Their point: this floating “we” nearly always “excludes” others, so be very careful to avoid unless it means all in the Body of Christ everywhere. How often does “we” entail that there is a “they”? In other words, does our “we” result in othering?
They suggest making the intercessions symphonic by picking up phrases, themes, words from what has preceded or what will follow in the service. They suggest the intercessory time can be shaped or influenced by the themes of the sermon to follow.
An intercessor who is well briefed (through being familiar with the contents of the sermon and the assigned music) and well prepared (having looked over the readings and been in touch with the local, national, and international news) can raise the level of a whole service (44-45).
Why ignore what is to come in the announcements? And lists or cycles of prayer in a church calendar can influence the intercession. And the offering, too, and maybe the offering can be seen as a kind of intercession.
When a church is led by someone praying, often called the intercessor, the prayers are to be the prayers of the people more than prayers for the people, though the intercessor may lead the congregation to pray for people in the congregation or the wider church. In Samuel Wells and Abigail Kocher, Shaping the Prayers of the People, we are treated to a basic theology of how to shape the prayers of the people:
1. The prayer is directed to God through every element of word, gesture, bodily posture, and physical space.

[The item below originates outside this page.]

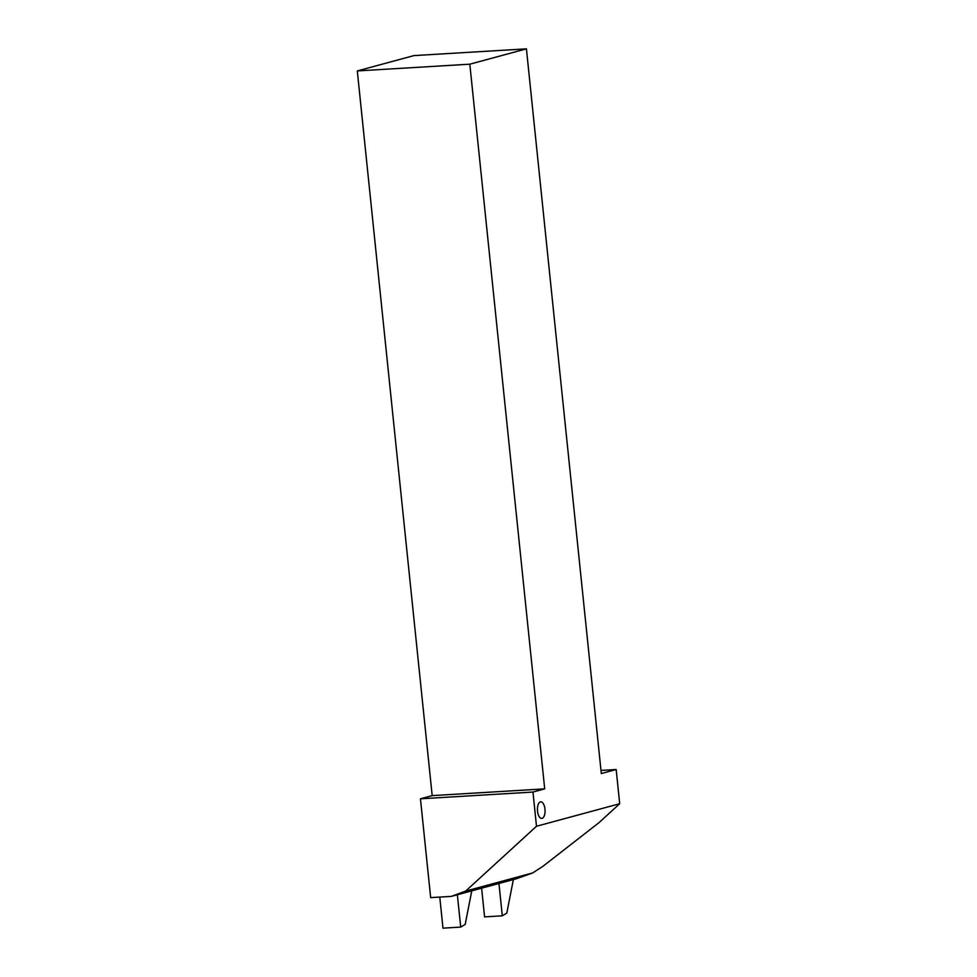 <?xml version="1.0" encoding="UTF-8"?>
<svg xmlns="http://www.w3.org/2000/svg" width="977" height="977" viewBox="0 0 977 977"><rect width="100%" height="100%" fill="white"/><g stroke="black" fill="none" stroke-linecap="round" stroke-linejoin="round"><path stroke-width="1.47" d="M536.495 826.261L619.699 803.717L616.169 769.51L601.307 773.54L526.42 48.85L469.815 64.189L544.702 788.866L532.966 792.054L536.495 826.261L465.65 891.085L451.337 896.385L516.467 878.738L532.685 872.925L542.931 866.306L599.109 822.561L619.699 803.717M451.337 896.385L430.662 897.619L420.452 798.807L532.966 792.054M616.169 769.51L600.989 770.426M526.42 48.85L413.906 55.604L357.301 70.93L432.188 795.62L420.452 798.807M544.702 788.866L432.188 795.62M469.815 64.189L357.301 70.93M465.65 891.085L532.685 872.925M471.769 890.853L465.199 924.376L460.704 927.088L442.984 928.15L439.772 897.081M460.704 927.088L457.358 894.749M513.365 879.581L506.807 913.104L502.3 915.815L484.58 916.878L481.612 888.178M502.3 915.815L498.954 883.489M542.101 818.36A8.304 3.786 86.6 0 0 544.958 809.115A8.304 3.786 86.6 0 0 540.391 801.885A8.304 3.786 86.6 0 0 537.533 811.13A8.304 3.786 86.6 0 0 542.101 818.36"/></g></svg>

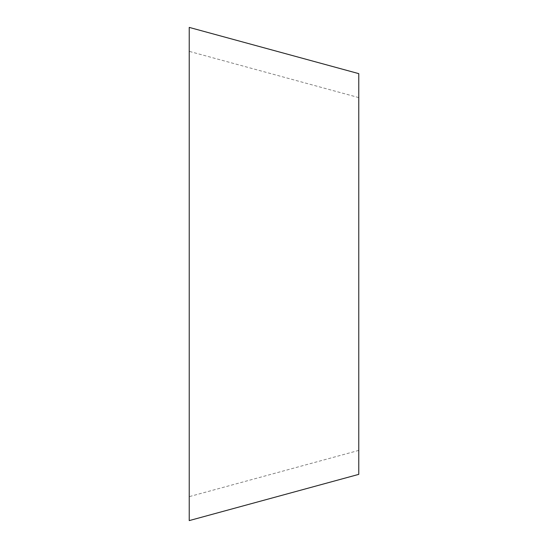 <?xml version="1.0" encoding="UTF-8"?>
<svg xmlns="http://www.w3.org/2000/svg" width="548" height="548" viewBox="0 0 548 548"><rect width="100%" height="100%" fill="white"/><g stroke="black" fill="none" stroke-linecap="round" stroke-linejoin="round"><path stroke-width="0.41" stroke-dasharray="2.74 2.06" d="M189.231 520.6L189.231 27.4M358.769 474.363L358.769 73.638M358.769 450.401L189.231 496.639M358.769 97.599L189.231 51.361"/><path stroke-width="0.82" d="M358.769 73.638L358.769 474.363L189.231 520.6L189.231 27.4L358.769 73.638"/></g></svg>

Choose a place that evokes speaking to God: not the lectern or the pulpit; perhaps 2/3ds of the back and facing the front as does the congregation; visual images might help. Posture matters: kneeling speaks of one’s posture before God; standing evokes more confidence; if the intercessor is distracted by something (the paper on which he or she reads the prayers), so is the congregation. The intercessor is to invite people to pray, so the time-honored Anglican way: “The Lord be with you. And also with you. Let us pray.” Simple, clear, invitational.
2. The people adopt a posture which trusts the intercessor and believes God will draw near.
The posture matters; closing one’s eyes is an act of trust and humility (and it prevents some distractions); bowed head does the same. Some are asked to stand while others to kneel. Open hands is trustful, too. Prayer stations are sometimes present.
3. The intercessor carries the people’s deepest needs to God, thereby drawing the people more closely into God’s presence.
“The intercessor inhabits a holy place where two praying hands meet” (58): God drawing near to the people and the people drawing near to God. Again, the location of the intercessor can make a difference: in the midst of the people, at the chancel. Silence between petitions can help recollection.